Lors de sa première conférence de presse en tant que président de la Fed, Kevin Warsh s'est refusé à dire à quel niveau se situeraient les taux en fin d'année et a laissé entendre qu'il allait revoir la communication de la banque centrale, en supprimant de son communiqué les habituelles indications sur l'orientation future de la politique monétaire.
Le président américain Donald Trump, qui avait longtemps pressé le prédécesseur de Warsh de baisser les taux, s'est montré étonnamment détendu quant à cette décision.
« Ça va. Peu importe », a déclaré Trump à des journalistes en France, en marge du sommet du G7.

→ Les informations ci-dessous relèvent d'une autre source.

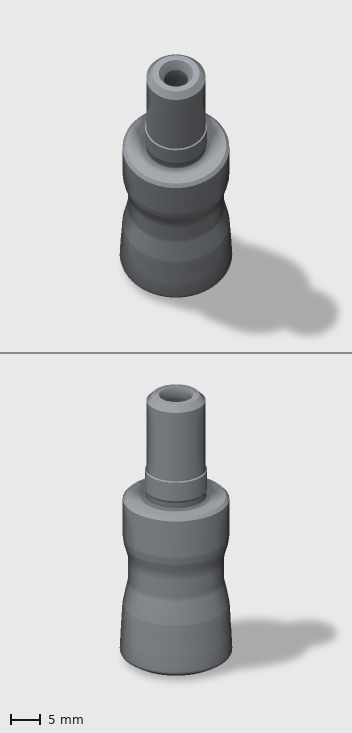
import cadquery as cq
import math

total_height = 49.0

stud_radius = 5.0
stud_tip_chamfer = 1.05
collar_radius = 5.25
collar_top_z = 35.05
collar_bottom_z = 31.55
collar_top_bevel = 0.15
collar_bottom_bevel = 0.45
base_blend_width = 0.6
base_blend_height = 0.35
foot_radius = stud_radius + base_blend_width
foot_bottom_z = 19.6

hole_radius = 2.0
hole_depth = 9.8
hole_tip_half_angle = 59.0
countersink_radius = 2.9
countersink_half_angle = 30.0

handle_top_z = 30.15
shoulder_radius = 8.99
top_chamfer = 0.55
mouth_radius = 6.12
mouth_half_angle = 75.0
shoulder_bottom_z = 22.85
neck_radius = 8.1
neck_top_z = 18.3
neck_bend_height = 1.5
neck_bottom_z = 15.2
flare_start_z = 14.1
flare_start_radius = 8.2
flare_middle_z = 12.25
flare_middle_radius = 8.6
flare_end_z = 10.15
flare_end_radius = 9.0
grip_top_z = 9.1
grip_top_radius = 9.09
grip_edge_z = 8.65
grip_edge_radius = 9.1
grip_bottom_z = 4.4
grip_bottom_radius = 9.35
band_top_z = 3.65
band_top_radius = 9.385
band_edge_z = 3.2
band_edge_radius = 9.4
rim_z = 1.7
rim_radius = 9.48
rim_round_bottom_z = 1.05
rim_round_bottom_radius = 9.15
dome_edge_z = 0.55
dome_edge_radius = 8.45
flat_radius = 6.55


def revolve_about_z(profile):
    """Turn a closed radius/height profile into a solid around the Z axis."""
    return profile.close().revolve(360, (0, 0, 0), (0, 1, 0))


def tip_hole():
    """Drilled hole with a conical end and a countersunk mouth."""
    countersink_depth = (countersink_radius - hole_radius) / math.tan(math.radians(countersink_half_angle))
    cone_height = hole_radius / math.tan(math.radians(hole_tip_half_angle))
    hole_end_z = total_height - hole_depth
    return revolve_about_z(
        cq.Workplane("XZ")
        .moveTo(0, total_height)
        .lineTo(countersink_radius, total_height)
        .lineTo(hole_radius, total_height - countersink_depth)
        .lineTo(hole_radius, hole_end_z)
        .lineTo(0, hole_end_z - cone_height)
    )


mouth_depth = (mouth_radius - foot_radius) / math.tan(math.radians(mouth_half_angle))
foot_top_z = handle_top_z - mouth_depth


def make_stud():
    """Collared stud whose foot fills the bore of the handle."""
    body = revolve_about_z(
        cq.Workplane("XZ")
        .moveTo(0, foot_bottom_z)
        .lineTo(foot_radius, foot_bottom_z)
        .lineTo(foot_radius, foot_top_z)
        .spline(
            [(stud_radius, foot_top_z + base_blend_height)],
            tangents=[(-1, 0), (0, 1)],
            includeCurrent=True,
        )
        .lineTo(stud_radius, collar_bottom_z - collar_bottom_bevel)
        .lineTo(collar_radius, collar_bottom_z)
        .lineTo(collar_radius, collar_top_z)
        .lineTo(stud_radius, collar_top_z + collar_top_bevel)
        .lineTo(stud_radius, total_height - stud_tip_chamfer)
        .lineTo(stud_radius - stud_tip_chamfer, total_height)
        .lineTo(0, total_height)
    )
    return body.cut(tip_hole())


def make_handle():
    """Waisted handle with a domed bottom and a blind bore for the stud."""
    cone_height = shoulder_bottom_z - neck_top_z - 2 * neck_bend_height
    step = shoulder_radius - neck_radius
    half_slope = step / (neck_bend_height + cone_height) / 2
    bend_angle = 2 * math.atan(half_slope)
    bend_step = (step - cone_height * math.tan(bend_angle)) / 2
    return revolve_about_z(
        cq.Workplane("XZ")
        .moveTo(0, 0)
        .lineTo(flat_radius, 0)
        .tangentArcPoint((dome_edge_radius, dome_edge_z), relative=False)
        .lineTo(rim_round_bottom_radius, rim_round_bottom_z)
        .tangentArcPoint((rim_radius, rim_z), relative=False)
        .lineTo(band_edge_radius, band_edge_z)
        .lineTo(band_top_radius, band_top_z)
        .lineTo(grip_bottom_radius, grip_bottom_z)
        .lineTo(grip_edge_radius, grip_edge_z)
        .lineTo(grip_top_radius, grip_top_z)
        .lineTo(flare_end_radius, flare_end_z)
        .threePointArc((flare_middle_radius, flare_middle_z), (flare_start_radius, flare_start_z))
        .tangentArcPoint((neck_radius, neck_bottom_z), relative=False)
        .lineTo(neck_radius, neck_top_z)
        .tangentArcPoint((neck_radius + bend_step, neck_top_z + neck_bend_height), relative=False)
        .lineTo(shoulder_radius - bend_step, shoulder_bottom_z - neck_bend_height)
        .tangentArcPoint((shoulder_radius, shoulder_bottom_z), relative=False)
        .lineTo(shoulder_radius, handle_top_z - top_chamfer)
        .lineTo(shoulder_radius - top_chamfer, handle_top_z)
        .lineTo(mouth_radius, handle_top_z)
        .lineTo(foot_radius, foot_top_z)
        .lineTo(foot_radius, foot_bottom_z)
        .lineTo(0, foot_bottom_z)
    )


stud = make_stud()
handle = make_handle()

result = cq.Compound.makeCompound([stud.val(), handle.val()])

Interrogé sur la perspective d'une hausse, il a jugé la chose « difficile à croire », mais a ajouté qu'avec Warsh désormais en poste, il se laissait « guider par ce qu'il veut ».
Les contrats à terme sur indices américains évoluaient en hausse jeudi en début de séance, ceux sur le S&P 500 gagnant 0,9 % et ceux sur le Nasdaq Composite environ 1,4 %.
En Asie, le Nikkei 225 à Tokyo et le Kospi sud-coréen ont tous deux bondi de 2,3 %, portés par l'espoir d'une fin de la guerre en Iran et par une forte demande pour les valeurs technologiques.
En Europe, la séance était plus mesurée : l'Euro Stoxx 50 progressait de 1 %, mais le Stoxx 600, plus large et paneuropéen, évoluait à l'équilibre.
Le FTSE 100 britannique, le DAX 30 allemand, le FTSE MIB italien, l'IBEX 35 espagnol, l'AEX néerlandais et le CH20 suisse gagnaient tous entre 0,4 % et 0,8 % par rapport à leur clôture de mercredi.
Le CAC 40 français faisait la course en tête, avec un gain d'environ 1,3 %.